# [fotd]: after tonight, you don't have to look up at the stars



## lipshock (Oct 4, 2008)

I am trying to make a conscious effort in using the gross amount of makeup I have, so here's another simple look for you lovelies!  :]







*BEFORE FINISHING THE REST OF MAKEUP, HAIR, & CLOTHES.*





*MmM, UNBLENDED EYESHADOW IS SO HOT.*


*HAIR, MAKEUP, & OUTFIT COMPLETE!
PUT ON A CHEESY SMILE AND GO!  :]*










*AH, THAT'S BETTER!
*


*eyes:*
+ udpp
+ texture e/s
+ sketch e/s
+ nocturnelle e/s
+ sharkskin shadestick
+ contrast e/s
+ carbon & black tied e/s
+ tete-a-tint e/s
+ L'OREAL lineur intense
+ #7 lashes
+ plushlash mascara

*cheeks:*
+ FAFI hipness blush
+ new vegas msf

*lips:*
+ cork lipliner
+ siss l/s
+ lightswitch 3Dglass


----------



## l1onqueen (Oct 4, 2008)

Love your FOTD's! U rock


----------



## rbella (Oct 4, 2008)

You are so gorgeous, I hate you just a little bit.  But, only because I'm jealous.


----------



## aziajs (Oct 4, 2008)

Quote:

   Originally Posted by *lipshock* 

 
_




*MmM, UNBLENDED EYESHADOW IS SO HOT.*_

 
I LOVE this pic!  That is hot.  The hair, the "unblended" eyeshadow, the lips, EVERYTHING.


----------



## MACaholic21 (Oct 4, 2008)

You are so gorgeous & I love your brows!!


----------



## jenee.sum (Oct 4, 2008)

you...must...post....more!!! once daily! I INSIST!


----------



## Kitface (Oct 4, 2008)

Damn, you're so pretty! Ahh, I love your shirt! And your eyebrows are so fierce!


----------



## PollyRhythm (Oct 4, 2008)

Well now see, I just don't know what else to say besides this is just too hot for words! I'm loving the hair too.


----------



## MzzRach (Oct 4, 2008)

*faints*  You are just so beautiful it hurts!  

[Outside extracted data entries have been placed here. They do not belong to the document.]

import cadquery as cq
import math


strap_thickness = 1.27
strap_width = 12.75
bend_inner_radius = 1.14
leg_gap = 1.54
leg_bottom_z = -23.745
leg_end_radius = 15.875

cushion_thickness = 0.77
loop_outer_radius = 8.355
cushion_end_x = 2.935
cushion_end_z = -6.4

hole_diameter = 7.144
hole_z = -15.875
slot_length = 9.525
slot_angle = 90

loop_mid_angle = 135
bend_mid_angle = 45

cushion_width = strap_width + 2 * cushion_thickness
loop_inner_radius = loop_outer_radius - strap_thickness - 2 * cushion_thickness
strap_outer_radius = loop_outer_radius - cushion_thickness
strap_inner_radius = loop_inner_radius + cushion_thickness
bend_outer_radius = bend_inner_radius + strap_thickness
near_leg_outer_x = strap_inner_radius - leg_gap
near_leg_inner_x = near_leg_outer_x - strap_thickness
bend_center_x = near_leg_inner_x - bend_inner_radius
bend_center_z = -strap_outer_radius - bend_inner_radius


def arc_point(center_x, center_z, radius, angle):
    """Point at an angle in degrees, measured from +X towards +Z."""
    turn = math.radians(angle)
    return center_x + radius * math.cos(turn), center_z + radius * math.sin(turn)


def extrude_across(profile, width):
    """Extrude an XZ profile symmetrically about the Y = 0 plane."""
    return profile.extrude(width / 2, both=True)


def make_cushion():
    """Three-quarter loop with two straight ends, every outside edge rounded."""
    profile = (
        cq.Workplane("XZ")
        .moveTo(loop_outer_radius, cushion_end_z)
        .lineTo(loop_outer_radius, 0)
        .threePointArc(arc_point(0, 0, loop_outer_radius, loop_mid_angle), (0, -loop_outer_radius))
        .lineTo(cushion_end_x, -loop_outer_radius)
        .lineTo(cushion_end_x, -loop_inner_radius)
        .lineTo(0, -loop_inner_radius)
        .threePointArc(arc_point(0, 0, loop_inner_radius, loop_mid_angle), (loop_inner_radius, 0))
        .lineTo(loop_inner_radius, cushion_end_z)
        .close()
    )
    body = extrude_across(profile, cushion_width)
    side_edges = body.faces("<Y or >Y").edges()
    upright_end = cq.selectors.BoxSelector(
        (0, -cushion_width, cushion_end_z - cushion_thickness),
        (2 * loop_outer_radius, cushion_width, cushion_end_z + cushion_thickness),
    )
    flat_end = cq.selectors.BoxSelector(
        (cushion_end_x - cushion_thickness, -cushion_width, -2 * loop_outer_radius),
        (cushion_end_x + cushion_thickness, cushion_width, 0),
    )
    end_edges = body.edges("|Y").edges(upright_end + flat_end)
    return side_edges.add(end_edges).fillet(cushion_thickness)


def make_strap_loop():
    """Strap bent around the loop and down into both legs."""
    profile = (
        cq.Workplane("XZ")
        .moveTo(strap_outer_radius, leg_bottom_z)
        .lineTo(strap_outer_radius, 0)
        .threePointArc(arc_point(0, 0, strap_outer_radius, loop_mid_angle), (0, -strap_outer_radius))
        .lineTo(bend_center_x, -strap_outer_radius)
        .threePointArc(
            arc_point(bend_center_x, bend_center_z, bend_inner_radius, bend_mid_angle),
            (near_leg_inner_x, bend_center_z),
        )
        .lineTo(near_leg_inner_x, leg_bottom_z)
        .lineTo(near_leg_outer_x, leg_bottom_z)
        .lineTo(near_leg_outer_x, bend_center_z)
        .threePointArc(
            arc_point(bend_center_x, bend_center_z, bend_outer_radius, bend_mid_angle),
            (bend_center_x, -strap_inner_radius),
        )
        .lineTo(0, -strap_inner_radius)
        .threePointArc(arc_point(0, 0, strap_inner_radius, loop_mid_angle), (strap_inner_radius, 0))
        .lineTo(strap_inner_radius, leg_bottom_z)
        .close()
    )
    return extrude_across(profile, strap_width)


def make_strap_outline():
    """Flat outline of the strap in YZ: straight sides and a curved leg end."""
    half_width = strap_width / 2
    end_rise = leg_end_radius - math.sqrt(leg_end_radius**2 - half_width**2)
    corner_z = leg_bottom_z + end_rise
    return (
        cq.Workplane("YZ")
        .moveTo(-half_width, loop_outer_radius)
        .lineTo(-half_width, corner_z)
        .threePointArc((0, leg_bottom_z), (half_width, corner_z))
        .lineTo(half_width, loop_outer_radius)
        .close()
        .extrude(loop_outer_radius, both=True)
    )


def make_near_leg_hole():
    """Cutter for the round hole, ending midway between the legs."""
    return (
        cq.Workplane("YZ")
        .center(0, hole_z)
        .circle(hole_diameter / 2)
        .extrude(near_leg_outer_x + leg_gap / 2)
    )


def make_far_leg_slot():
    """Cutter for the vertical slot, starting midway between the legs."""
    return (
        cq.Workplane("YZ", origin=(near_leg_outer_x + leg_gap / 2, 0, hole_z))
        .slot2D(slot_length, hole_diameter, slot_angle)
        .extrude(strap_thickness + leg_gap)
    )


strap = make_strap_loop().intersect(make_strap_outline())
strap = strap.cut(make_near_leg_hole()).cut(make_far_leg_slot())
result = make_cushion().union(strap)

Love the look and love the attitude. ;-)


----------



## Penn (Oct 4, 2008)

you're so gorgeous! and i love your hair


----------



## joey444 (Oct 4, 2008)

I love your eyebrows!!!


----------



## aleksis210 (Oct 4, 2008)

Love everything! Especially the blue plaid jacket! SO CUTE!


----------



## prettysecrets (Oct 4, 2008)

LOVE IT!

AS always!!

The eyebrows are HOT.

Your rockin the Siss l/s,speaking of which I need to restock on mine!! lol.


----------



## laperle (Oct 4, 2008)

you are gorgeous... i want siss, now!


----------



## Miss Pumpkin (Oct 4, 2008)

You are HOOOOOOOOT woman! Post more, it's an order!

Plus I want your eyebrows, they're SO perfect! Any tips?


----------



## PinkPearl (Oct 4, 2008)

i agree with everyone! this is a sexy look, please post more!!!


----------



## iamgrape1119 (Oct 4, 2008)

This whole look is absolute perfection!　Ｌｏｖｅ　ｔｈｅ　ｈａｉｒ！


----------



## RobinG (Oct 4, 2008)

Very pretty. I need to stop in the store soon. I havent been to a MAC store/counter in over 9 months.


----------



## smaxwell01 (Oct 4, 2008)

You are Gorgeous!!!


----------



## chocolategoddes (Oct 4, 2008)

>_< oh god, I'm totally stealing this look.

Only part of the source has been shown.